Время благоприятствовало опытам. Весна еще не кончилась, и почти до конца мая спрос на сухой лед должен был оставаться очень небольшим. Нужное Хартеку количество сухого льда обещали доставить не позже чем через сутки после запроса. Обнадеженный Хартек приступил к подготовке фундамента для размещения урана и сухого льда. А одновременно отправил Дибнеру письмо с просьбой выделить от 100 до 300 килограммов урана и получил в ответ обещание передать ему во временное пользование не менее 100 килограммов окиси урана и заверение, что вагону с сухим льдом будет открыта через Германию зеленая улица.

Казалось бы, все складывалось как нельзя лучше. Но в той обстановке, в какой существовала в Германии физика, неминуемо должно было возникнуть затруднение, носящее иной, нематериальный, характер — соперничество. Каждый из участников атомного проекта желал стать первым, каждому лично хотелось осуществить решающий эксперимент. Так, Гейзенберг, сообразно своему положению ведущего ученого, запросил для собственных опытов от того же военного министерства до тонны окиси урана. Дибнер, отношения которого с Гейзенбергом никогда не были особенно хорошими, вежливо ответил, что Гейзенберга уже опередили с заявками на уран и что тонна окиси урана в распоряжении военного министерства наберется в лучшем случае к концу июня, к концу же мая будет не более 600 килограммов, а пока есть всего лишь полтораста килограммов. Поэтому, предлагал Дибнер, Гейзенбергу стоит лично договориться с первым претендентом, с Хартеком.

Нобелевский лауреат вынужден был обратиться к Хартеку. В письме он весьма прозрачно намекал, что Хартеку не стоит особенно спешить с получением окиси урана, поскольку для подготовки основного эксперимента ему следует провести некоторые предварительные опыты, а потому Хартек мог бы на это время уступить ему, Гейзенбергу, несколько сот килограммов. «Разумеется, — продолжал Гейзенберг, — если у Вас имеются какие-либо особые соображения и Вы видите особую необходимость в Ваших экспериментах, Вы, вне всякого сомнения, можете начинать первым. Но я лично считаю, что на первое время Вы вполне обойдетесь и сотней килограммов».

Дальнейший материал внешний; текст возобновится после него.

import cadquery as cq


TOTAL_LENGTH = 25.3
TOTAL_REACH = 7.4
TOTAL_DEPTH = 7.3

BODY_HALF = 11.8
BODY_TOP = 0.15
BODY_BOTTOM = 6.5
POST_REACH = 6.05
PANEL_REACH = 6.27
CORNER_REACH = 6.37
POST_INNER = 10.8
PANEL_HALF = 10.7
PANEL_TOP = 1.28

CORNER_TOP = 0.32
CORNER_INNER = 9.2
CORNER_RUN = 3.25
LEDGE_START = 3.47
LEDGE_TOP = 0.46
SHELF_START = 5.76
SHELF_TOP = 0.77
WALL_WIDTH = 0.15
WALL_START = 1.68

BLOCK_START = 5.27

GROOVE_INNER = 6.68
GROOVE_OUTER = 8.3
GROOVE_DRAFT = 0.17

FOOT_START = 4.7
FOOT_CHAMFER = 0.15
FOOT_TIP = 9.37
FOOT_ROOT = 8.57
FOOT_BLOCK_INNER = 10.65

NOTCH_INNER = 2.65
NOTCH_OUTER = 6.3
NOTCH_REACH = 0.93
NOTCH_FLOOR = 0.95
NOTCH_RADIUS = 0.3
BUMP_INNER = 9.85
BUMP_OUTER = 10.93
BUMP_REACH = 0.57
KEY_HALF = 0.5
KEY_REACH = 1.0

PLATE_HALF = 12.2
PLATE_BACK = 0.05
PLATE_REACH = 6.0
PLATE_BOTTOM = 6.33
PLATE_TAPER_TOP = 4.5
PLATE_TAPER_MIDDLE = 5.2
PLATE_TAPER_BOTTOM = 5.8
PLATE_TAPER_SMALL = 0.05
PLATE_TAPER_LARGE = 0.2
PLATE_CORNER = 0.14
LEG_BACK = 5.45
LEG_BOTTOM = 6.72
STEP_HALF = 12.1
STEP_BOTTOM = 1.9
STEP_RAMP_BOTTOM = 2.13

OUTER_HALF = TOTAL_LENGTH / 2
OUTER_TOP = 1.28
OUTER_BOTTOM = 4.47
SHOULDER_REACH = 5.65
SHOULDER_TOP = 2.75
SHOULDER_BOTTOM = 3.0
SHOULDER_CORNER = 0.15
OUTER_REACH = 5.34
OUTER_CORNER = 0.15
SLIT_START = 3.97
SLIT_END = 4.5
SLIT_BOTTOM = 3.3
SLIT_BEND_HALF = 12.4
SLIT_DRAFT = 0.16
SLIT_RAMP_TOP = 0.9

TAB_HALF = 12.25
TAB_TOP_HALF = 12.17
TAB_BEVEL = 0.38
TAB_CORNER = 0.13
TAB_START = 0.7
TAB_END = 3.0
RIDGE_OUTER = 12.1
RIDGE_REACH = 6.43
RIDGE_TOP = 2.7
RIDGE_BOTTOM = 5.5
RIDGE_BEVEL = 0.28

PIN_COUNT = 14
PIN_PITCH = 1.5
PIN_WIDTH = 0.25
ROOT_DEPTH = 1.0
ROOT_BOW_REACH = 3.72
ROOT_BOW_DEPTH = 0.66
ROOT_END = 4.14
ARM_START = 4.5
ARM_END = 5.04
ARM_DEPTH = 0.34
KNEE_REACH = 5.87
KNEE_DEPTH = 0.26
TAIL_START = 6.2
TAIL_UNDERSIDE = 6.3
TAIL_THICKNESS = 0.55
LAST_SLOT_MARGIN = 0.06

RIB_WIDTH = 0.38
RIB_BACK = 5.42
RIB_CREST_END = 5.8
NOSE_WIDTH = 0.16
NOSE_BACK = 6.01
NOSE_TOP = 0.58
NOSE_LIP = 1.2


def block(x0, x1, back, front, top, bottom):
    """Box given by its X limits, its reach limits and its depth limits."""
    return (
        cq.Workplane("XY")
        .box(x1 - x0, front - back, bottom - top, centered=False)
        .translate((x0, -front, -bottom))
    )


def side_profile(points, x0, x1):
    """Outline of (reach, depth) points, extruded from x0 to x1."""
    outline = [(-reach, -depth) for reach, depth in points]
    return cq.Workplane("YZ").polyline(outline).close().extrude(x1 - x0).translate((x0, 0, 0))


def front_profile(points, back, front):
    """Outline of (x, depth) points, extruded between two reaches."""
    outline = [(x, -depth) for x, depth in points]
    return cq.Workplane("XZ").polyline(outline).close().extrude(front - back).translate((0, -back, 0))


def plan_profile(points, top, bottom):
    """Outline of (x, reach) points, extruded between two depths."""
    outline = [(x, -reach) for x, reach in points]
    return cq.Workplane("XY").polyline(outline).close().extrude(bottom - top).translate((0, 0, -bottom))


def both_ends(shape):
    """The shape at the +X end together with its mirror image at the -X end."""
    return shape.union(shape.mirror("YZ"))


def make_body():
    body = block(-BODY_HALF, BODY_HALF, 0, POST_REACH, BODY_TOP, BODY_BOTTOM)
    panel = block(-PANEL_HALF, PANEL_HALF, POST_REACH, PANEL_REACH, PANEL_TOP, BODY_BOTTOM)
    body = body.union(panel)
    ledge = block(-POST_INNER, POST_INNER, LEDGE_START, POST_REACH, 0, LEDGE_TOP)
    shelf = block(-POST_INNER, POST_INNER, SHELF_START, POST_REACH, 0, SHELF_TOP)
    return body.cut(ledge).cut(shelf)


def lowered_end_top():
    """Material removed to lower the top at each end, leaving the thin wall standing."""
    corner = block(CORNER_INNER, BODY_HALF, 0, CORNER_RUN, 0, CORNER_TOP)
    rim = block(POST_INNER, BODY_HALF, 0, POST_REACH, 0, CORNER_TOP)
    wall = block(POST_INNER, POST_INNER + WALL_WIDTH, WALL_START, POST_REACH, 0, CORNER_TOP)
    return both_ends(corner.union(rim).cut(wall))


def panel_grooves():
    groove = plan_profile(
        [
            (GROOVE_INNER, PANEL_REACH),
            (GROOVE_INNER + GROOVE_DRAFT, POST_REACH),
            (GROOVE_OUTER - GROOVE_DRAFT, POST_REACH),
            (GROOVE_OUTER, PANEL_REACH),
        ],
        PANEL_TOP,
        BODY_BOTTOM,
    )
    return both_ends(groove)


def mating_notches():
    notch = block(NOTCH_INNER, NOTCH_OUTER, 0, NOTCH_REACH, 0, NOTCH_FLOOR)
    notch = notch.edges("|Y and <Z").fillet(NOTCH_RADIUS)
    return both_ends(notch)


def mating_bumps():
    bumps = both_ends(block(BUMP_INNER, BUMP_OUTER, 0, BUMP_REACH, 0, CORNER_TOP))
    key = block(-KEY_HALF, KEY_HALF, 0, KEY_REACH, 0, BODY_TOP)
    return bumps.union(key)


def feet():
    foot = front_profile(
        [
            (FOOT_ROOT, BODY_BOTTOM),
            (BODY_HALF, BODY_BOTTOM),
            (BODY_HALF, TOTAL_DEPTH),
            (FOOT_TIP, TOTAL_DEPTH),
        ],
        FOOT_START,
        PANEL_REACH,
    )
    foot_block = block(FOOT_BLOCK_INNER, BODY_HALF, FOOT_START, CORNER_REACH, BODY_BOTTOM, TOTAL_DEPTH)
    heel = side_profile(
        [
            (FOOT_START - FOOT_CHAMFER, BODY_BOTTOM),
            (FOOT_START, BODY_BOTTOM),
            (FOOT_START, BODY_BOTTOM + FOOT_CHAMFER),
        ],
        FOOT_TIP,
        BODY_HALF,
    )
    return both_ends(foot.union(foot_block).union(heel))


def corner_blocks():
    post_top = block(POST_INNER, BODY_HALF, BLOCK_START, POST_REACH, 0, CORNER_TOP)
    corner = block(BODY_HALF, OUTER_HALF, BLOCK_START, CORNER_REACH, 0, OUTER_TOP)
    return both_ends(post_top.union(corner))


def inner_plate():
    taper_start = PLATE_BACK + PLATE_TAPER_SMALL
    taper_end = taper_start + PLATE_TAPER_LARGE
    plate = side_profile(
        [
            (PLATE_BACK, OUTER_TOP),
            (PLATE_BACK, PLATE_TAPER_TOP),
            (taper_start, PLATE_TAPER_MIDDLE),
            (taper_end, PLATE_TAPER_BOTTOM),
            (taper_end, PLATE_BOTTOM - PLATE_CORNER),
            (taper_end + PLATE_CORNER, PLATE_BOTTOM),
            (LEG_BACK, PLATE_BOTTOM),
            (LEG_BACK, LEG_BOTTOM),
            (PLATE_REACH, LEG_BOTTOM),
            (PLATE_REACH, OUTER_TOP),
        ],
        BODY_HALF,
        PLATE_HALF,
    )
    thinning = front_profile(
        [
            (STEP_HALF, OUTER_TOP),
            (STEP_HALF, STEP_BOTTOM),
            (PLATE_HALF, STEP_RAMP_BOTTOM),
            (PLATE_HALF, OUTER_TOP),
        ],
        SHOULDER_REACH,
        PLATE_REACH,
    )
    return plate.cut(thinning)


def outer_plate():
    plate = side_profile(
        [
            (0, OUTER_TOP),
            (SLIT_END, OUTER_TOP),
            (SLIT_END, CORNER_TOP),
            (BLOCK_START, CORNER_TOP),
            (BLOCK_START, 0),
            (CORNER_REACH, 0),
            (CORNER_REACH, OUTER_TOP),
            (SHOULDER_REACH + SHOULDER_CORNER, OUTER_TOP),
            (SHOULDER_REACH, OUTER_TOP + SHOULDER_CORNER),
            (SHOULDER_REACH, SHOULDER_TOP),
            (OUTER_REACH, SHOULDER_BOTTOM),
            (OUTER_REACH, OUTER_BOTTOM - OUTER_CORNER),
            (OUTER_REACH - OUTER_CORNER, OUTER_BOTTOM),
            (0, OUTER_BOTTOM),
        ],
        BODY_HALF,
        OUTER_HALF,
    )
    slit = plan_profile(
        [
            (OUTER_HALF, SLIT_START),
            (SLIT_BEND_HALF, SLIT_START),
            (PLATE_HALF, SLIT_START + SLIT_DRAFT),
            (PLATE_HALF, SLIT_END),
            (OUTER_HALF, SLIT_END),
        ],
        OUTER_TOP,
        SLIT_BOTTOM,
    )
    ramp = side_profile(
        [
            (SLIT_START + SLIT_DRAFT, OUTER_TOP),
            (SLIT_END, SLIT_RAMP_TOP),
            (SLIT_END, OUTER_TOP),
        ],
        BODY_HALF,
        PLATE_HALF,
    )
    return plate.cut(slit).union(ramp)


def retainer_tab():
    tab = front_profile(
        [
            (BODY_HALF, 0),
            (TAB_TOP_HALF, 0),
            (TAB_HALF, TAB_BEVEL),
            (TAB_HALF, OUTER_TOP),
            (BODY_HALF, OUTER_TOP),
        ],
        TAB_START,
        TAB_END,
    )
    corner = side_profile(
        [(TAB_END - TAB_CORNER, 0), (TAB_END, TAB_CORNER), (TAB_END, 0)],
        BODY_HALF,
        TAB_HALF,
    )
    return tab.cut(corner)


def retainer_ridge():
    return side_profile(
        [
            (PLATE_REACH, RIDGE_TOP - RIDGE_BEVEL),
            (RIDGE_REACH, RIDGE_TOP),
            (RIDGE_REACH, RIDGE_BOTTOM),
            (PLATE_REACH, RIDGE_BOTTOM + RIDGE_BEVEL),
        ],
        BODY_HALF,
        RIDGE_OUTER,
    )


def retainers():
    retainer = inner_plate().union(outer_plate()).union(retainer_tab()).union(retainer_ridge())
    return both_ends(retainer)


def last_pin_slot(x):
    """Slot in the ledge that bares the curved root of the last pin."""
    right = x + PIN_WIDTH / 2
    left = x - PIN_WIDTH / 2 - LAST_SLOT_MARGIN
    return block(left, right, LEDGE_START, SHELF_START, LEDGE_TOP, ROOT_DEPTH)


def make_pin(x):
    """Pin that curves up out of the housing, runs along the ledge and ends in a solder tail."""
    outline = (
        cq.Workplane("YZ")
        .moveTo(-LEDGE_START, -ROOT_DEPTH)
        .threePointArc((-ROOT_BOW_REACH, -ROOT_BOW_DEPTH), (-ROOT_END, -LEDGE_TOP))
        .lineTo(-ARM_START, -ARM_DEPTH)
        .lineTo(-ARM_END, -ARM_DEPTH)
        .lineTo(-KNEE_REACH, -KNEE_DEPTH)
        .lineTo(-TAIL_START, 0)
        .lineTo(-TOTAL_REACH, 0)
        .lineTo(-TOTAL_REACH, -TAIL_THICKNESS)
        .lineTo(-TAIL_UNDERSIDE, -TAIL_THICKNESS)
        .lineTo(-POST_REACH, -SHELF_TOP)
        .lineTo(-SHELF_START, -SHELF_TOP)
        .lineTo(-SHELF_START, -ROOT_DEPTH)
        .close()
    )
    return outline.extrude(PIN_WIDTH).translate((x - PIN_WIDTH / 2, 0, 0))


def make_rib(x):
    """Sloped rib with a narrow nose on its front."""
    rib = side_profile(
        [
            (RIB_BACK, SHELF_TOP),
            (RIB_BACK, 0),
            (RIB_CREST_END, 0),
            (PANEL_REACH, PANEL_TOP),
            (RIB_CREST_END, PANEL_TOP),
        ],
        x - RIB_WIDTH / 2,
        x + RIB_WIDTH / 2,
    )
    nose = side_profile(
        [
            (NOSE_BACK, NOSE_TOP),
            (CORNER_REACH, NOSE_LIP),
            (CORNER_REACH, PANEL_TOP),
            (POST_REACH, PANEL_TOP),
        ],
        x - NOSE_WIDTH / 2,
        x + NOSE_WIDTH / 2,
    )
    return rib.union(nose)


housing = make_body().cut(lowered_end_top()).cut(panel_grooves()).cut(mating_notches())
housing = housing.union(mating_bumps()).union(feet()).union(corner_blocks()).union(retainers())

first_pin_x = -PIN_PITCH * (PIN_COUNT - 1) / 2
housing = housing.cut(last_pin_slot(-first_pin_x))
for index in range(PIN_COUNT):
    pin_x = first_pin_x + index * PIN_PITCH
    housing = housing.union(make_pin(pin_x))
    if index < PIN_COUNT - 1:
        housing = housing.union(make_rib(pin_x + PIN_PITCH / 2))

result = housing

Это письмо привело Хартека в ярость. Ведь ему ни в коем случае нельзя было откладывать опыты: уже существовала договоренность о срочной доставке льда; перенести срок — означало вовсе не получить его, так как начиная с июня весь сухой лед забирали пищевые холодильники. Да и вся научная аппаратура трудами профессора Кнаузра была уже подготовлена. И только нехватка окиси урана мешала приступить к опытам. Хартек снова писал Дибнеру: «Единственно чего нам не достает, так это препарата 38. Получив его, мы могли бы провести решающий эксперимент. Сохранять сухой лед долее недели невозможно, и уже одно это не позволит нам затянуть опыты на долгий срок. Поэтому мы будем держать препарат у себя между 20 мая и 10 июня». Он просил у Дибнера всего 100—300 килограммов, ибо считал, что больше урана нет. «Чем больше урана будет использовано в эксперименте, тем определеннее окажутся результаты. Это совершенно ясно. Вот почему я был бы крайне признателен, если бы Вы смогли оказать содействие в передаче нам во временное пользование максимального количества окиси».